HCPs own experiences

HCPs themselves were mainly “very satisfied” (n = 16, 38%) or “satisfied” (n = 18, 43%) with IV infusions. Few HCPs (n = 8, 19%) were “neither satisfied or unsatisfied” and no one was unsatisfied or very unsatisfied (Figure 4). The gastroenterologists were mostly “very satisfied” (n = 9, 82%) while the nurses were mostly “satisfied” (n = 9, 53%) and to a lesser extent “very satisfied” (n = 5, 29%).

SC Injections

HCPs perspectives of patients’ experiences

When asked about their perspective on patients’ overall satisfaction with the administration of SC injections, the HCPs believed that their patients were “very satisfied” (n = 27, 64%) or “satisfied” (n = 15, 36%; Figure 4); gastroenterologists preferentially selected “very satisfied” (n = 9, 82%) while nurses distributed their responses between “very satisfied” (n = 10, 59%) and “satisfied” (n = 7, 41%). Most HCPs (n = 31, 74%) believed that patients’ satisfaction did not change over time. However, a few HCPs (n = 9, 21%) said their patients’ satisfaction improved over time.

Overall, most HCPs perceived their patients found it “completely acceptable” (n = 34, 81%) or “somewhat acceptable” (n = 7, 17%) to receive study medication via SC injection. Most HCPs also believed that patients accepted SC injections mainly because they helped their UC (n = 38, 93%) and that it was easy to schedule the injections (n = 29, 71%).

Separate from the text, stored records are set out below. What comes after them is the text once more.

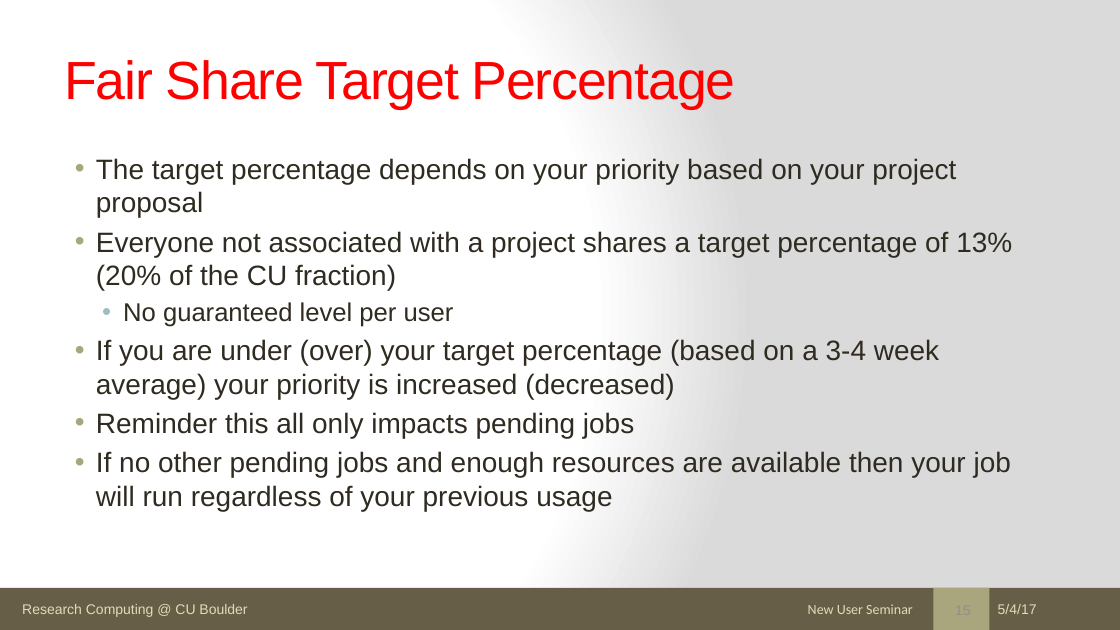
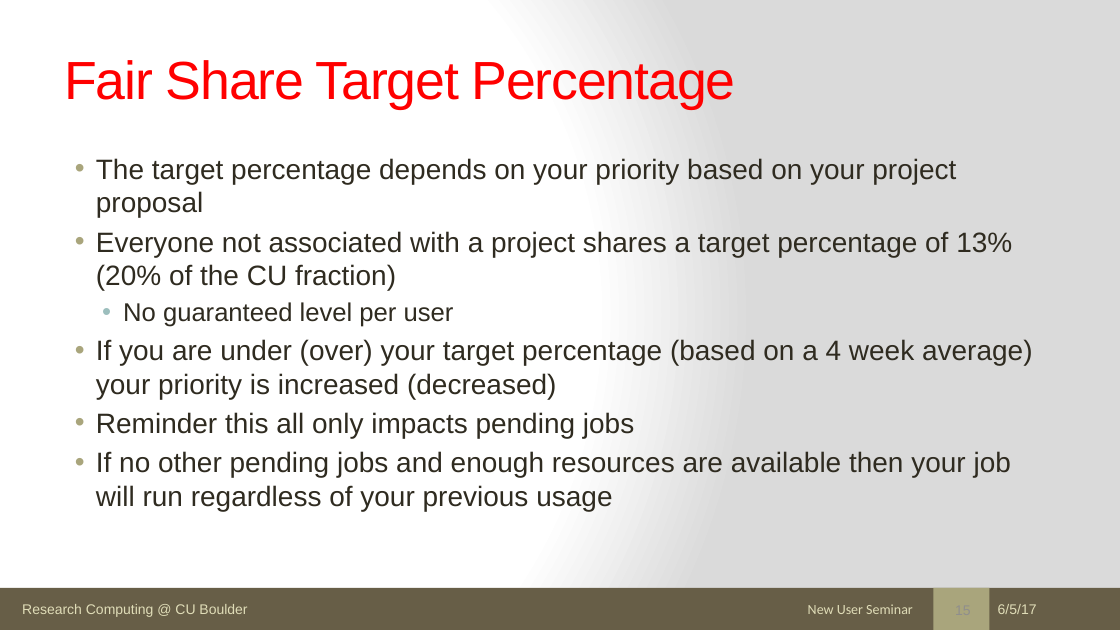
Before and after one commit to ResearchComputing/New_User_Seminar, a slide deck: slide 15 of rc_new_user_seminar_2017.pptx. Drawn at 1120x630 pixels with LibreOffice and Linux fonts; fonts in the diff are those of the drawing. Boxes give left, top, right and bottom in pixels: in the first picture for what was removed or moved away, otherwise in the second. Text is boxed around its words. In the diff, an @@ line names an element or a change of style, - is before the commit and + after.

```diff
--- a/rc_new_user_seminar_2017.pptx
+++ b/rc_new_user_seminar_2017.pptx
@@ text at box(96, 339, 1033, 399): text changed @@
-• If you are under (over) your target percentage (based on a 3-4 week average) your priority is increased (decreased)
+• If you are under (over) your target percentage (based on a 4 week average) your priority is increased (decreased)
@@ text at box(998, 604, 1037, 614): text changed @@
-5/4/17
+6/5/17
```
Also in this commit, not shown: 55 other slides changed, 7 other files.
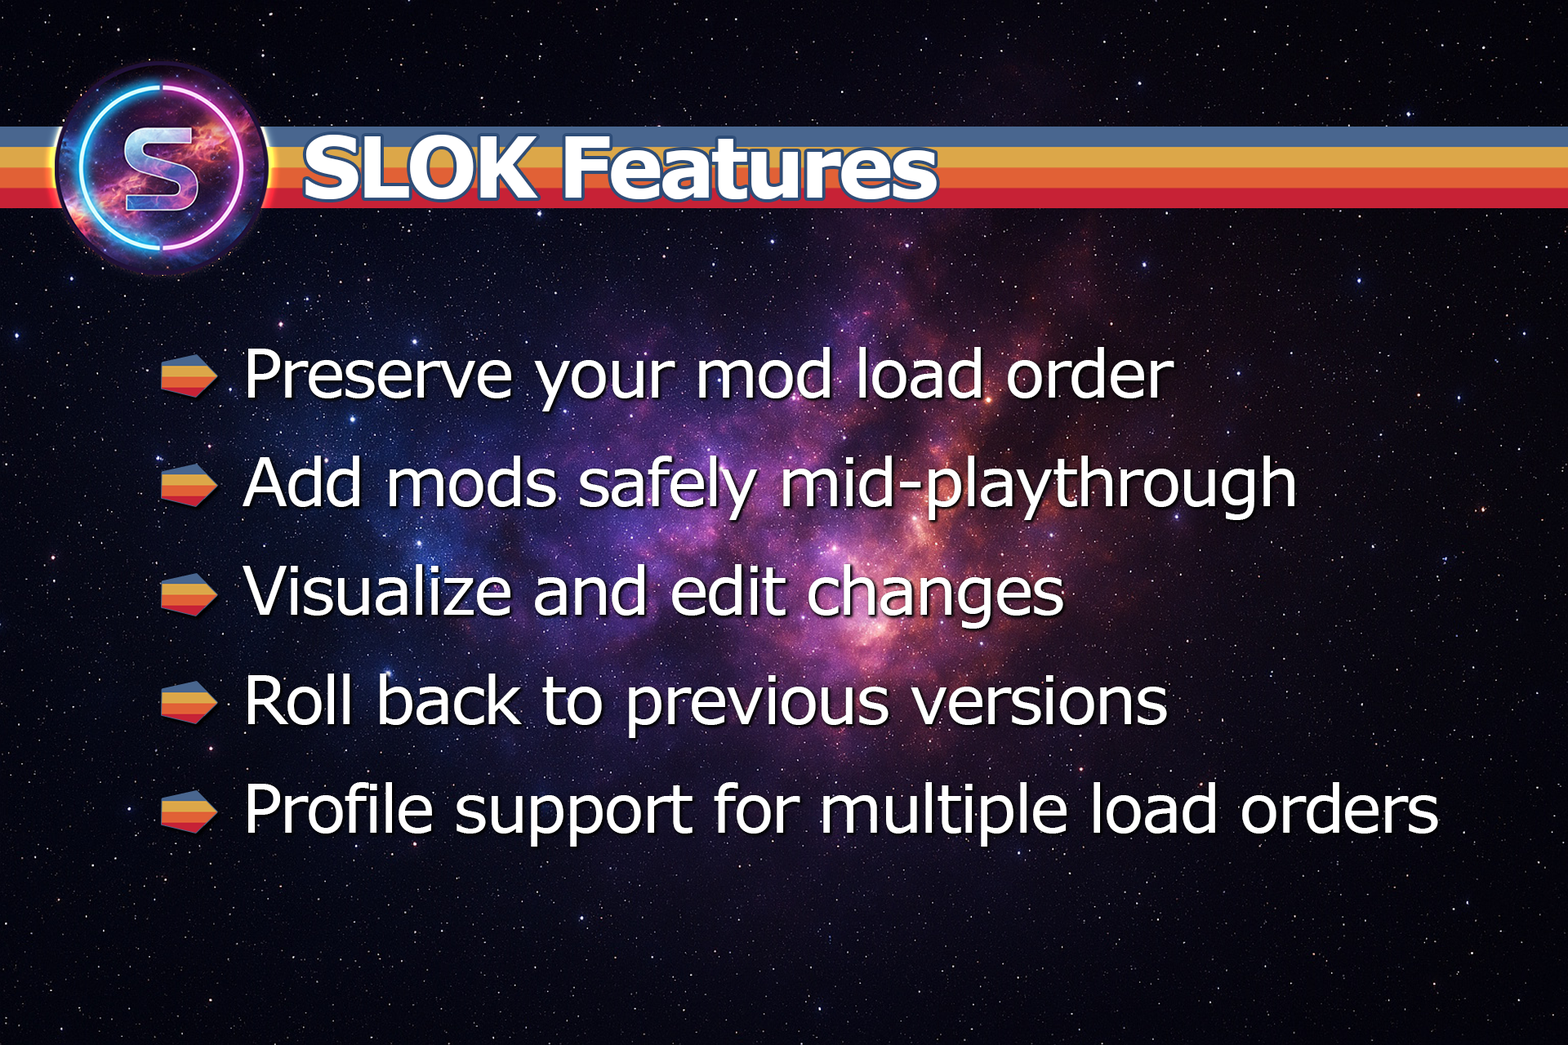
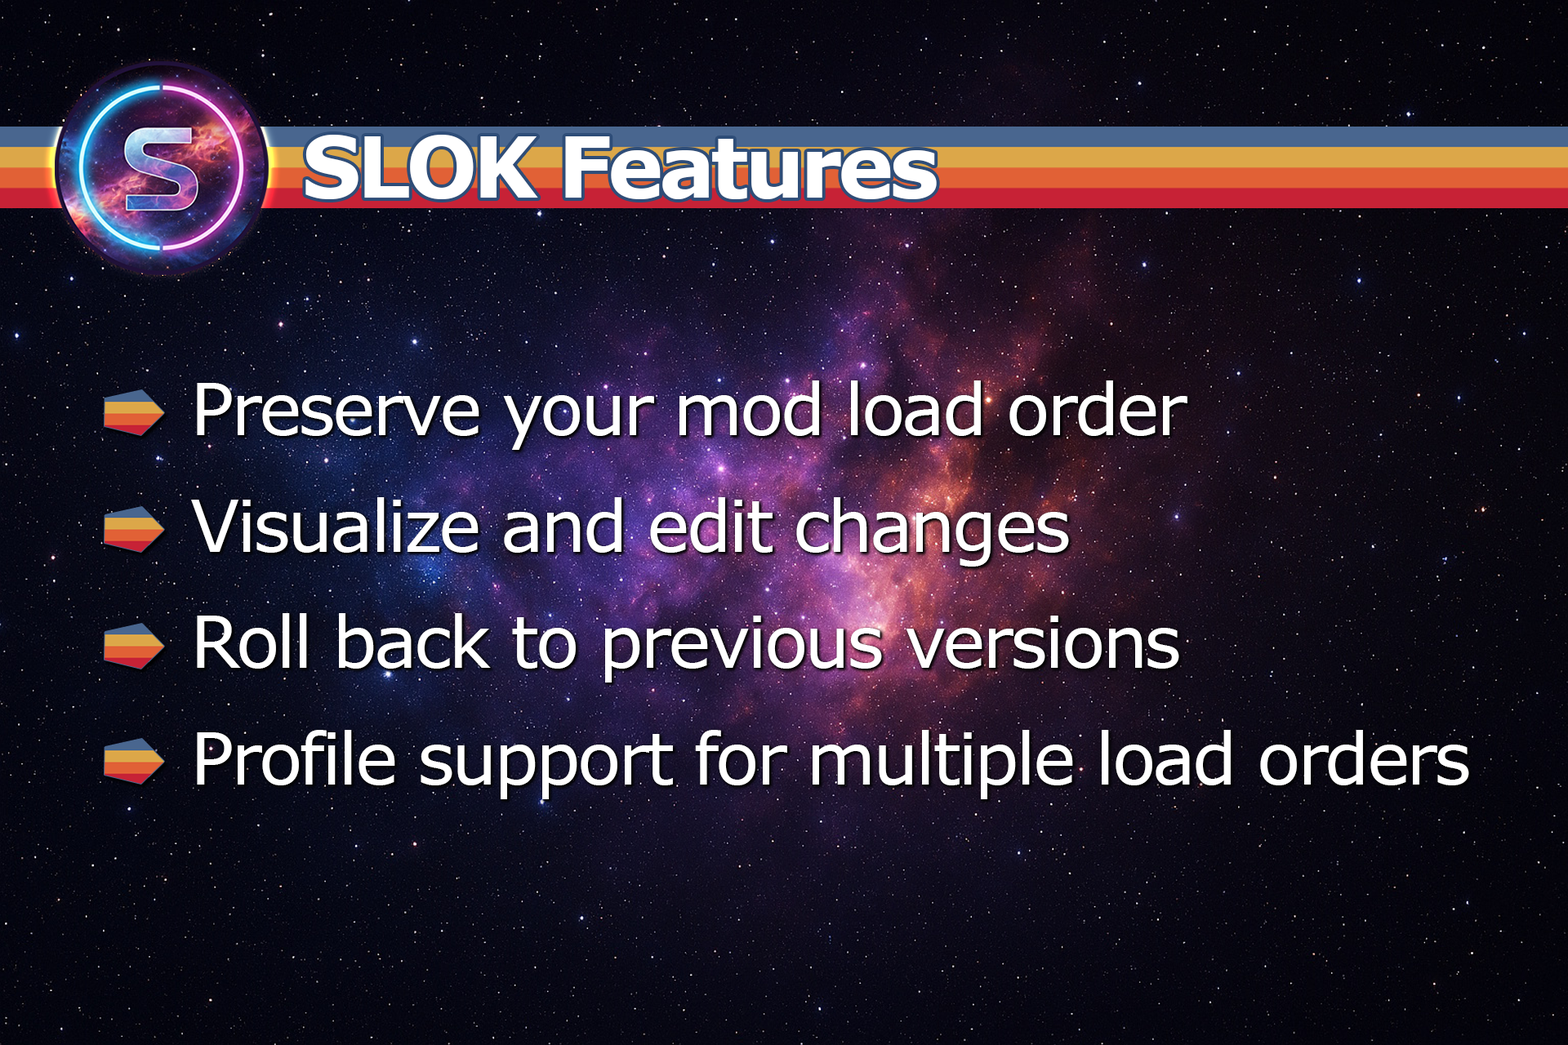
Revision of a layered (1568, 1045) image; what changed, layer by layer:
hid group "Group 1 copy 4" (2 layers) over [160, 790, 222, 838]
painted on "Layer 1" (2nd of 6, in "Group 2" › "Group 1 copy 4") over [160, 790, 222, 838]
painted on "Polygon 1" (1st of 5, in "Group 2" › "Group 1 copy 4") over [160, 791, 218, 838]
painted on "Layer 1" (3rd of 6, in "Group 2" › "Group 1 copy 3") over [103, 681, 223, 785]
painted on "Polygon 1" (2nd of 5, in "Group 2" › "Group 1 copy 3") over [104, 681, 218, 784]
painted on "Layer 1" (4th of 6, in "Group 2" › "Group 1 copy 2") over [103, 573, 223, 669]
painted on "Polygon 1" (3rd of 5, in "Group 2" › "Group 1 copy 2") over [104, 574, 218, 669]
painted on "Layer 1" (5th of 6, in "Group 2" › "Group 1 copy") over [103, 463, 223, 553]
painted on "Polygon 1" (4th of 5, in "Group 2" › "Group 1 copy") over [104, 464, 218, 553]
painted on "Layer 1" (6th of 6, in "Group 2" › "Group 1") over [103, 355, 223, 437]
painted on "Polygon 1" (5th of 5, in "Group 2" › "Group 1") over [104, 355, 218, 436]
renamed "Preserve your mod load order Add mods safely mid-playthrough Vi" to "Preserve your mod load order Visualize and edit changes Roll ba", painted on it over [191, 347, 1470, 847]
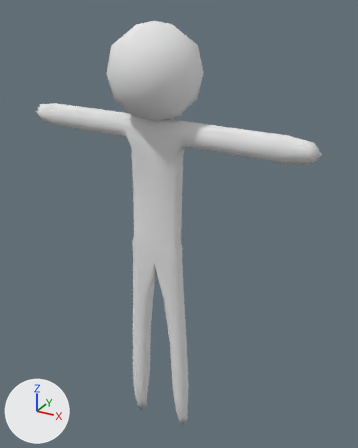
What one commit did to the Blender file models/ometto/ometto.blend.
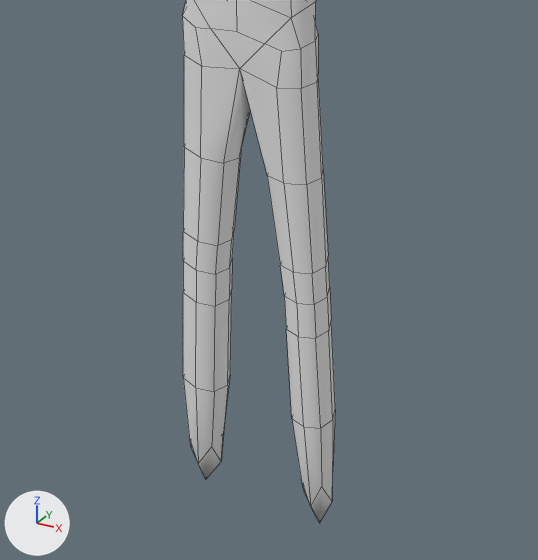
Each version appears first whole from a 50 mm camera at (5.54, -9.2, 10.66) aimed at (0.34, 0.26, 5.92), and next in a close-up on the part from 18% to 73% of the width and 52% to 98% of the height. The axes (+X, +Y, +Z) are drawn at lower left. The lights are the same throughout. The close-ups show mesh edges as thin lines.
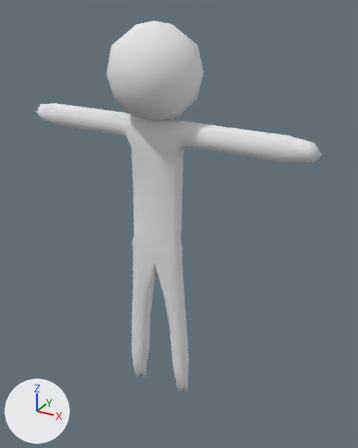
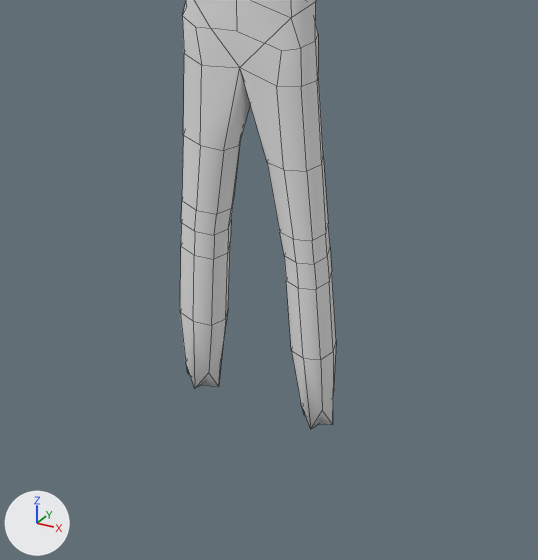
The newer file is also turned or shifted as a whole; pictures and numbers use the older file's frame.

Where the change shows, as pixel boxes (x1, y1, x2, y2) in the close-ups (538 x 560 px; the box of a moved part takes in the faces that stretch with it):
'Cube', reshaped
    before: (182, 0, 335, 523)
    after: (180, 0, 336, 429)
part 1 of me_cube, moved or reshaped
    before: (183, 55, 335, 523)
    after: (180, 54, 336, 429)

What the commit changed:
me_cube is used by ob_cube; location (-0.01, -0.05, 0.32); scale (0.324, 0.324, 0.324).
me_cube had 358 vertices, 354 faces and spanned x -10.4..11.1, y -3.7..2.6, z -0.9..31.1.
me_cube now has 358 vertices, 354 faces and spans x -10.4..11.1, y -3.7..2.6, z 3.0..31.1.
me_cube part 1: 99 of 358 vertices moved; they spanned x -2.6..2.6, y -1.0..0.3, z -0.9..13.6 and now span x -2.6..2.6, y -1.0..0.3, z 3.0..13.7; mean shift (0.0, 0.0, 1.7); largest move (2.1, -0.3, -0.8) -> (2.1, -0.3, 3.2).

HCPs perspective on patient acceptability of receiving 2 SC injections (“completely acceptable”: n = 29, 69%; “somewhat acceptable”: n = 10, 24%) were lower than patients’ actual experience (Figure 4). Regarding the monthly dosing of 2 SC injections, all HCPs believed that their patients found it “completely acceptable” (n = 42, 100%; Figure 4).

HCPs own experiences

HCPs themselves were mainly “very satisfied” (n = 29, 69%) with SC injections. Some were “satisfied” (n = 11, 26%), only a few (n = 2, 5%) were “neither satisfied or unsatisfied” and no one was unsatisfied or very unsatisfied (Figure 4). The gastroenterologists were mostly “very satisfied” (n = 9, 82%) while the nurses were mostly “satisfied” (n = 11, 65%) and to a lesser extent “very satisfied” (n = 6, 35%).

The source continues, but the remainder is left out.